Quando eu tinha 10 anos, o meu pai foi o “Juiz da Cruz” que tinha a responsabilidade de organizar o compasso e dar o almoço aos participantes e eu fui pela primeira vez no compasso, a tocar a campainha. Nos anos seguintes raramente voltei a participar no compasso porque me competia ficar na vacaria a “segurar as pontas” enquanto o meu pai participava e depois ajudar a minha mãe a preparar a mesa com um pequeno lanche para a comitiva do compasso.
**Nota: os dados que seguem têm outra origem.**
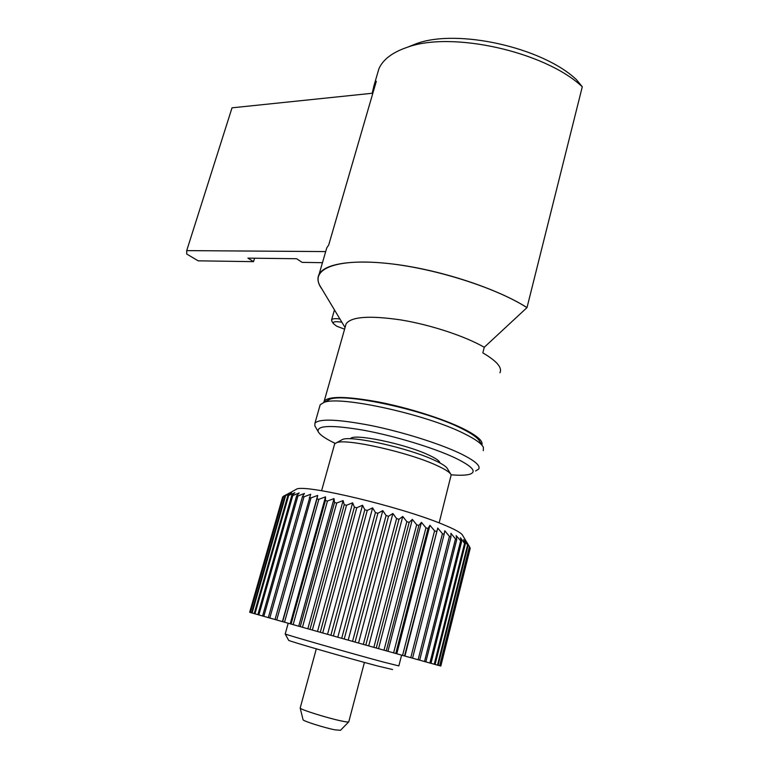 <?xml version="1.0" encoding="UTF-8"?>
<svg xmlns="http://www.w3.org/2000/svg" width="769" height="769" viewBox="0 0 769 769"><rect width="100%" height="100%" fill="white"/><g stroke="black" fill="none" stroke-linecap="round" stroke-linejoin="round"><path stroke-width="1.15" d="M321.961 289.106C317.924 283.617 316.953 278.714 319.058 274.398C324.691 262.95 356.96 258.451 402.206 265.305C447.366 272.13 499.206 289.855 527.005 307.61L484.259 347.271L482.826 352.884C496.793 361.074 502.493 367.707 499.927 372.782M323.749 402.514L324.22 401.082C328.921 395.977 347.04 396.275 378.588 401.995C408.512 407.82 443.405 418.874 463.371 428.746C477.222 435.735 483.384 441.118 481.855 444.895M484.259 347.271C464.957 336.13 430.707 324.835 401.014 319.952C369.649 315.357 351.356 316.636 346.117 323.797L345.473 326.046M408.003 47.005L416.529 43.622C457.161 28.501 542.164 47.255 576.385 79.611L582.287 86.782C545.038 51.561 451.278 30.856 407.282 47.294C392.305 52.388 382.827 59.607 378.848 68.931L377.185 74.66M527.005 307.61L582.287 86.782M321.625 288.529L319.693 285.328C311.272 269.237 335.544 258.615 383.798 263.065C431.87 267.391 495.188 287.212 526.928 307.619M325.643 251.761L326.787 247.82L328.709 244.984L376.301 81.322L374.042 85.446L372.167 93.27M322.461 262.681L302.15 262.383L296.613 258.73L247.916 258.134L253.53 261.652L198.142 260.826L186.732 254.03L186.713 250.617L325.7 251.578M186.713 250.617L232.027 107.823L372.85 93.203M253.53 261.652L254.577 258.211M341.907 322.259C335.688 321.202 332.794 321.615 333.246 323.489L336.687 326.2L344.589 329.17M331.881 321.202L331.622 319.798C332.439 318.626 335.217 318.356 339.946 319.01M294.95 490.036L296.844 488.988C306.552 484.393 400.159 506.665 442.002 524.035C454.998 529.312 461.929 533.177 462.794 535.637L467.033 542.712M467.052 542.635L469.676 547.076L465.87 541.27L468.052 545.577L463.649 539.636L465.351 543.808L464.563 543.356L460.41 537.752L461.573 541.78L456.161 535.628L456.757 539.502L455.488 538.944L450.932 533.292L450.922 537.012L449.432 536.406L444.77 530.764L444.136 534.33L442.435 533.676L410.771 657.697L412.549 658.187L444.136 534.33M470.195 548.028L440.82 666.031L470.224 548.278L469.667 547.105L439.657 665.723L469.398 546.749M282.665 496.88L249.665 612.278L283.223 496.534M283.626 496.101L250.367 612.489L283.626 496.101L289.134 493.275M285.635 495.611L285.068 495.697L251.617 612.855L252.126 612.999L285.635 495.611L291.518 492.775L287.885 495.438L254.212 613.604L254.962 613.816L288.692 495.428L287.885 495.438M292.787 495.563L291.739 495.505L257.865 614.642L258.865 614.931L292.787 495.563L299.189 492.91L296.623 495.88L262.585 615.988L263.825 616.344L297.901 496.015L296.623 495.88M303.986 496.793L302.486 496.582L268.323 617.613L269.794 618.036L303.986 496.793L310.666 494.284L275.023 619.516L276.715 619.997L310.993 497.889L309.292 497.61M318.847 499.302L316.953 498.946L282.636 621.669L284.53 622.198L318.847 499.302L325.518 496.87L290.211 623.803L291.076 624.053L325.402 500.59L325.518 496.87M291.076 624.053L293.143 624.639L327.459 501.013L325.402 500.59M336.726 503.003L334.525 502.513L300.237 626.639L302.457 627.264L336.726 503.003L343.089 500.581L307.86 628.782L310.013 629.398L344.224 504.704L343.089 500.581M310.013 629.398L312.349 630.051L346.54 505.252L344.224 504.704M356.768 507.732L354.365 507.136L320.269 632.281L322.701 632.974L356.768 507.732L362.526 505.243L327.536 634.319L330.881 635.271L364.814 509.78L362.526 505.243M330.881 635.271L333.371 635.973L367.274 510.414L364.814 509.78M377.906 513.259L375.435 512.587L341.696 638.318L344.214 639.02L377.906 513.259L382.789 510.626L348.194 640.135L352.558 641.365L386.076 515.528L382.789 510.626M352.558 641.365L355.076 642.077L388.528 516.23L386.076 515.528M398.996 519.286L396.593 518.566L363.333 644.393L365.804 645.085L398.996 519.286L402.783 516.441L368.707 645.893L373.859 647.354L406.83 521.661L402.783 516.441M373.859 647.354L376.252 648.027L409.156 522.382L406.83 521.661M418.874 525.467L416.663 524.756L384 650.199L386.278 650.834L418.874 525.467L421.431 522.362L387.951 651.295L393.613 652.891L425.949 527.822L421.431 522.362M393.613 652.891L395.756 653.487L428.016 528.514L425.949 527.822M436.475 531.485L434.581 530.802L402.572 655.399L404.542 655.957L437.744 528.072L404.927 656.053L410.771 657.697M449.432 536.406L418.105 659.744L419.672 660.177L450.922 537.012M455.488 538.944L424.507 661.532L425.843 661.898L456.757 539.502M460.544 541.27L429.89 663.032L430.996 663.33L461.573 541.78M464.563 543.356L434.235 664.233L435.091 664.464L465.351 543.808M467.523 545.192L437.494 665.137L438.09 665.3L468.052 545.577M440.003 665.81L440.733 666.012M438.099 665.291L439.657 665.723M435.091 664.454L437.494 665.137M430.996 663.32L434.235 664.233M425.843 661.888L429.89 663.032M419.682 660.167L424.507 661.532M412.549 658.177L418.105 659.744M395.756 653.487L402.572 655.399M386.278 650.834L387.951 651.295M376.252 648.027L384 650.199M365.804 645.085L368.707 645.893M355.076 642.077L363.333 644.393M344.214 639.02L348.194 640.135M333.371 635.973L341.696 638.318M322.701 632.974L327.536 634.319M312.349 630.051L320.269 632.281M302.457 627.264L307.86 628.782M293.143 624.639L300.237 626.639M284.53 622.198L290.211 623.803M276.715 619.997L282.636 621.669M269.794 618.036L275.033 619.506M263.825 616.344L268.323 617.603M258.865 614.931L262.585 615.979M254.962 613.816L257.875 614.633M252.126 612.999L254.212 613.595M250.367 612.489L251.626 612.845M285.068 495.697L289.173 493.15M291.739 495.505L294.863 492.689L288.692 495.428M302.486 496.582L304.476 493.448L297.901 496.015M316.953 498.946L317.703 495.428L310.993 497.889M334.525 502.513L334.015 498.591L327.459 501.013M354.365 507.136L352.635 502.811L346.54 505.252M375.435 512.587L372.619 507.867L367.274 510.414M396.593 518.566L392.892 513.5L388.528 516.23M416.663 524.756L412.347 519.402L409.156 522.382M434.581 530.802L429.938 525.265L428.016 528.514M442.435 533.676L437.744 528.072M429.938 525.265L396.785 653.765M412.347 519.402L378.55 648.661M392.892 513.5L358.537 643.038M372.619 507.867L337.812 637.213M352.635 502.811L317.51 631.503M334.015 498.591L298.728 626.206M317.703 495.428L282.425 621.602M340.802 440.397L342.551 439.426C351.587 435.321 408.464 448 434.254 460.16C442.137 463.774 446.587 466.706 447.577 468.946L450.596 473.906M439.147 522.901L451.172 474.867C450.134 472.493 445.309 469.34 436.705 465.428C408.56 452.268 346.223 438.292 336.649 442.675L334.678 443.838L334.39 444.876M401.61 655.13L398.842 665.906L382.981 661.946C350.952 653.352 284.761 634.387 285.212 633.964L285.232 633.887M392.565 669.53L377.954 666.079C348.376 658.283 287.644 640.75 288.654 640.327L288.625 640.269M348.818 721.764C348.876 722.293 346.406 722.024 341.407 720.976C327.594 718.111 300.371 709.576 300.198 708.095L300.227 707.865M348.597 721.985L340.504 730.3L334.726 729.8C324.085 727.685 303.265 721.082 303.063 719.784L303.034 719.64M439.983 462.976C439.695 461.025 435.908 458.353 428.593 454.979C404.677 443.617 352.115 432.918 350.558 438.791L350.558 438.791M482.346 445.684L479.818 441.627C478.174 438.109 472.185 433.783 461.852 428.631C426.026 410.185 344.118 392.459 329.565 399.39L326.623 400.966M319.702 406.484L320.173 404.792L323.787 402.504C338.879 395.256 426.324 414.26 464.409 433.745C475.377 439.176 481.711 443.713 483.403 447.366L483.297 450.644M451.134 474.79C459.91 475.54 466.187 475.348 469.965 474.204C477.184 471.608 472.003 466.072 454.421 457.593C433.034 447.625 394.574 435.975 364.102 430.313C332.17 424.863 316.838 425.267 318.116 431.524C319.625 434.716 325.316 438.657 335.169 443.357M475.598 470.974L478.645 469.119C480.875 465.687 474.483 460.352 459.449 453.114C438.599 443.29 402.216 431.89 371.129 425.555C338.37 419.278 319.654 418.471 314.973 423.113L314.819 425.786L315.521 427.016M346.117 323.797L324.22 401.082M319.058 274.398L326.787 247.82M374.042 85.446L378.848 68.931M345.06 327.517L319.693 285.328M416.529 43.622L407.282 47.294M333.246 323.489L331.67 320.856M334.457 309.888L331.622 319.798M296.844 488.988L287.337 494.275M342.551 439.426L336.649 442.675M288.202 623.236L285.212 633.964M321.586 490.728L334.678 443.838M288.654 640.327L285.164 633.935M364.41 662.426L348.799 721.726M303.063 719.784L300.198 708.095M316.299 648.853L300.179 708.057M329.565 399.39L323.787 402.504M318.116 431.524L314.819 425.786M320.173 404.792L314.973 423.113"/></g></svg>
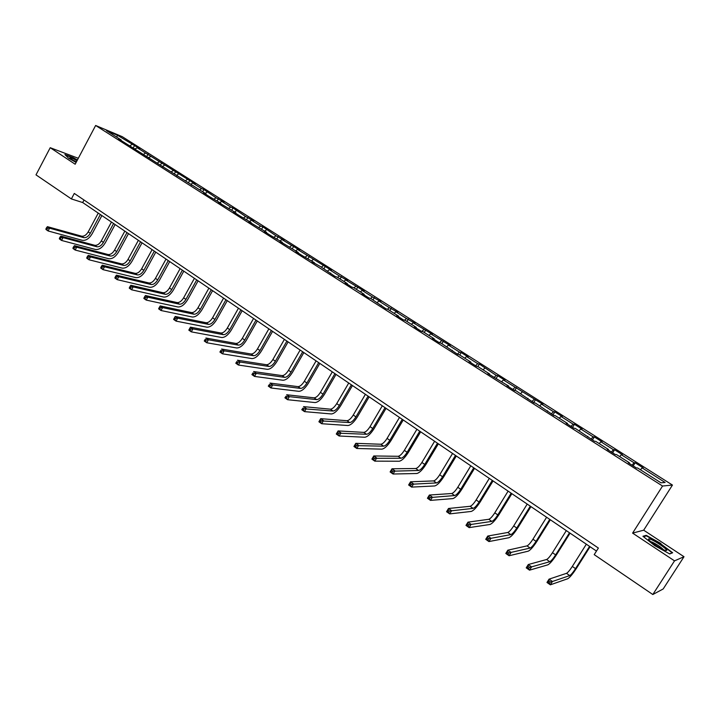 <?xml version="1.0" encoding="UTF-8"?>
<svg xmlns="http://www.w3.org/2000/svg" width="720" height="720" viewBox="0 0 720 720"><rect width="100%" height="100%" fill="white"/><g stroke="black" fill="none" stroke-linecap="round" stroke-linejoin="round"><path stroke-width="1.08" d="M78.309 158.283L50.22 147.708L36 174.861L71.379 198.927L82.683 202.545L596.475 551.07M672.453 485.064L122.274 136.683L95.643 125.478L662.553 486.027L672.453 485.064L643.68 530.19L632.601 533.115L674.523 560.862L684 556.713L643.68 530.19M684 556.713L663.174 588.969L652.815 594.522L674.523 560.862M121.248 140.598L121.194 139.986L118.557 138.888L206.037 193.869L203.589 192.915L209.277 196.533L220.86 203.283L218.448 202.365L235.89 212.832L233.523 211.941L239.373 215.658L251.136 222.516L248.805 221.652L266.598 232.335L264.303 231.498L270.324 235.323L282.285 242.298L280.026 241.488L298.188 252.405L295.974 251.622L302.175 255.564L314.325 262.647L312.156 261.909L320.598 266.634L334.953 276.39L337.059 277.092L347.31 283.599L345.24 282.924L351.711 287.037L353.763 287.703L364.167 294.309L362.142 293.67L368.712 297.846L370.719 298.467L385.974 308.808L387.927 309.402L398.646 316.206L396.729 315.639L403.497 319.941L405.396 320.49L416.277 327.402L414.414 326.88L421.281 331.245L423.135 331.758L434.178 338.769L432.369 338.283L439.344 342.72L441.135 343.188L457.686 354.375L459.414 354.807L470.808 362.034L469.116 361.638L476.307 366.21L477.981 366.597L489.555 373.941L487.917 373.59L508.59 386.037L507.024 385.722L514.449 390.447L515.997 390.735L533.97 402.849L535.455 403.092L553.815 415.458L555.219 415.656L567.549 423.477L566.181 423.315L573.975 428.265L575.316 428.409L594.468 441.288L595.728 441.378L608.463 449.469L607.248 449.406L615.294 454.527L616.482 454.563L629.424 462.78L628.29 462.78L636.471 467.982L637.578 467.964L660.969 482.814L665.109 482.472L642.087 467.874L643.14 467.856L635.148 462.789L633.186 465.894M121.194 139.986L106.506 130.653L117.414 135.243L134.523 145.53L133.362 147.708M635.148 462.789L634.059 462.789L621.315 454.707L622.449 454.743L614.583 449.757L613.413 449.703L600.876 441.747L602.091 441.837L594.342 436.932L593.1 436.824L580.761 429.003L582.048 429.138L574.425 424.305L573.111 424.152L560.97 416.448L562.32 416.637L554.814 411.885L553.437 411.678L541.485 404.091L542.898 404.334L503.406 379.962L504.954 380.286L497.79 375.741L496.224 375.399L479.358 364.068L477.729 363.681L466.488 356.553L468.153 356.967L461.205 352.557L459.522 352.134L448.452 345.114L450.171 345.564L430.677 333.846L432.45 334.341L413.172 322.749L414.999 323.271L406.503 318.519L395.919 311.805L397.8 312.372L389.349 307.647L378.918 301.032L380.844 301.635L372.447 296.928L362.169 290.412L364.14 291.051L345.654 279.945L347.679 280.611L339.363 275.958L329.373 269.622L331.443 270.324L297.513 249.426L299.673 250.191L281.916 239.535L284.112 240.327L275.976 235.764L262.926 226.908L260.676 226.071L251.37 220.167L253.638 221.022L245.592 216.504L233.037 207.963L230.706 207.072L221.652 201.33L224.001 202.239L216.027 197.766L203.94 189.522L201.546 188.586L192.735 182.997L195.147 183.951L137.169 147.762L139.707 148.815L134.523 145.53M652.815 594.522L594.207 554.643L598.383 548.055L74.295 193.437L71.379 198.927M134.91 149.283L134.865 148.671M137.169 147.762L134.91 149.184M145.53 153.063L143.658 154.251M148.761 158.076L148.716 157.464M150.786 156.402L148.734 157.707M159.255 161.766L157.383 162.972M162.792 166.995L162.756 166.383M164.583 165.15L162.72 166.356M173.169 170.586L171.297 171.81M177.012 176.031L176.985 175.419M178.569 174.006L176.706 175.239M187.263 179.523L185.4 180.765M191.43 185.193L191.412 184.581M192.735 182.997L190.872 184.239M201.546 188.586L199.692 189.846M206.055 194.481L206.037 193.869M207.099 192.096L205.236 193.365M216.027 197.766L214.182 199.044M220.869 203.895L220.86 203.283M221.652 201.33L219.798 202.617M230.706 207.072L228.861 208.368M235.899 213.444L235.89 212.832M236.412 210.681L234.558 211.986M245.592 216.504L243.747 217.827M251.136 223.128L251.136 222.516M251.37 220.167L249.525 221.499M260.676 226.071L258.84 227.412M266.589 232.947L266.598 232.335M266.535 229.779L264.699 231.129M275.976 235.764L274.14 237.132M282.258 242.91L282.285 242.298M281.916 239.535L280.089 240.903M291.492 245.601L289.665 246.987M298.161 253.008L298.188 252.405M297.513 249.426L295.686 250.812M307.224 255.573L305.397 256.986M314.289 263.259L314.325 262.647M313.335 259.452L311.517 260.865M323.181 265.689L321.363 267.12M330.651 273.654L330.696 273.051M329.373 269.622L327.564 271.062M339.363 275.958L337.554 277.407M347.256 284.211L347.31 283.599M345.654 279.945L343.845 281.403M355.788 286.362L353.988 287.838M364.104 294.912L364.167 294.309M362.169 290.412L360.369 291.888M372.447 296.928L370.629 298.44M381.204 305.784L381.285 305.181M378.918 301.032L377.127 302.535M389.349 307.647L387.459 309.258M398.565 316.809L398.646 316.206M395.919 311.805L394.137 313.344M406.503 318.519L404.523 320.238M416.187 328.005L416.277 327.402M413.172 322.749L411.39 324.306M423.909 329.553L421.839 331.398M434.07 339.372L434.178 338.769M430.677 333.846L428.913 335.43M441.585 340.758L439.407 342.738M452.241 350.91L452.349 350.316M448.452 345.114L446.697 346.725M459.522 352.134L457.344 354.159M470.682 362.637L470.808 362.034M466.488 356.553L464.751 358.191M477.729 363.681L475.569 365.733M489.411 374.535L489.555 373.941M484.812 368.163L483.075 369.828M496.224 375.399L494.073 377.496M508.446 386.631L508.59 386.037M503.406 379.962L501.687 381.654M514.998 387.306L512.865 389.439M527.769 398.907L527.931 398.322M522.297 391.932L520.587 393.651M534.069 399.393L531.945 401.562M547.407 411.39L547.578 410.796M541.485 404.091L539.784 405.846M553.437 411.678L551.331 413.883M567.36 424.062L567.549 423.477M560.97 416.448L559.278 418.23M573.111 424.152L571.023 426.393M587.637 436.95L587.835 436.365M580.761 429.003L579.087 430.812M593.1 436.824L591.03 439.101M608.247 450.045L608.463 449.469M600.876 441.747L599.22 443.592M613.413 449.703L611.361 452.025M629.199 463.356L629.424 462.78M621.315 454.707L619.668 456.588M634.059 462.789L632.025 465.147M642.087 467.874L640.458 469.791M50.22 147.708L75.168 164.223L95.643 125.478M632.601 533.115L662.553 486.027M117.414 135.243L116.775 137.178M131.976 144.477L130.104 145.647M84.024 200.025L82.683 202.545M614.583 449.757L612.648 452.844M594.342 436.932L592.434 440.001M574.425 424.305L572.535 427.356M554.814 411.885L552.951 414.909M535.509 399.645L533.673 402.66M516.51 387.603L514.746 390.501M497.79 375.741L496.17 378.432M479.358 364.068L477.855 366.57M461.205 352.557L459.747 355.014M443.322 341.226L441.882 343.665M425.709 330.066L424.278 332.487M408.348 319.068L406.944 321.471M391.248 308.223L389.853 310.617M374.391 297.54L373.014 299.925M357.786 287.019L356.418 289.386M341.406 276.642L340.056 278.991M325.269 266.409L323.928 268.749M309.348 256.329L308.034 258.651M293.661 246.384L292.356 248.697M278.19 236.574L276.894 238.878M262.926 226.908L261.648 229.194M247.878 217.368L246.609 219.645M233.037 207.963L231.777 210.222M218.385 198.684L217.152 200.934M203.94 189.522L202.716 191.763M189.684 180.495L188.478 182.718M175.626 171.576L174.42 173.79M161.739 162.783L160.551 164.988M148.041 154.098L146.871 156.294M660.888 543.483L646.209 535.329L642.942 536.265L654.669 545.598L669.708 553.941L672.66 552.762L660.681 543.816M77.409 159.993L73.206 157.635L64.908 154.566L68.715 158.301L76.104 162.441M645.741 536.067L646.209 535.329M586.341 544.194L572.328 566.415C569.808 570.276 567.864 572.58 566.496 573.336L549.072 579.132L552.438 581.499L550.341 584.829L567.72 578.745C569.763 577.584 572.67 574.11 576.432 568.341L590.076 546.732M589.581 546.39L575.532 568.638C573.012 572.499 571.077 574.812 569.718 575.577L552.438 581.499L550.26 581.976L548.919 581.022L548.082 582.363L549.423 583.308L550.26 581.976M549.423 583.308L550.341 584.829L546.984 582.462L549.072 579.132L548.919 581.022M546.984 582.462L548.082 582.363M650.844 539.397C648.333 538.443 647.883 538.821 649.494 540.54C653.823 544.374 658.845 547.614 664.551 550.26L666.801 550.404C666.774 548.838 655.794 541.278 650.844 539.397M671.814 553.104L669.447 553.797M643.5 536.715L646.398 535.878L660.627 543.78L672.03 552.771M663.615 549.855L663.588 549.819C660.744 546.957 656.793 544.311 651.726 541.899M77.076 160.614C71.613 157.824 69.255 157.023 70.011 158.22L76.212 162.252M65.448 155.097L73.215 157.968L77.274 160.245M76.455 161.784L72.036 159.768M566.316 530.613L552.474 552.699C549.981 556.533 548.028 558.801 546.606 559.503L528.291 564.534L531.594 566.856L529.524 570.168L547.794 564.858C549.927 563.769 552.852 560.367 556.587 554.634L570.06 533.151M569.502 532.773L555.642 554.886C553.14 558.72 551.187 560.988 549.774 561.708L531.594 566.856L529.416 567.306L528.093 566.379L527.265 567.702L528.588 568.638L529.416 567.306M528.588 568.638L529.524 570.168L526.221 567.837L528.291 564.534L528.093 566.379M526.221 567.837L527.265 567.702M546.615 517.248L532.944 539.199C530.469 543.006 528.498 545.229 527.022 545.886L507.843 550.17L511.101 552.456L509.058 555.75L528.192 551.187C530.397 550.179 533.349 546.831 537.048 541.134L550.35 519.786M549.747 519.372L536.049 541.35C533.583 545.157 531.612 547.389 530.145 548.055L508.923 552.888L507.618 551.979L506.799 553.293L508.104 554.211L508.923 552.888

Só nos últimos anos voltei a participar no compasso de forma ativa.
Para um agricultor e criador de animais, participar nestas atividades pode ser difícil ou quase impossível. O trabalho nos campos ainda pode esperar, mas é preciso assegurar a ordenha, a alimentação e providenciar os cuidados necessários.
Apesar disso, através das fotos publicadas nas redes sociais, vi com satisfação que muitos colegas agricultores participaram ativamente nesta tradição pascal. Para isso certamente adiantaram o trabalho possível, levantaram-se mais cedo, organizaram as coisas e deixaram algum trabalho para depois.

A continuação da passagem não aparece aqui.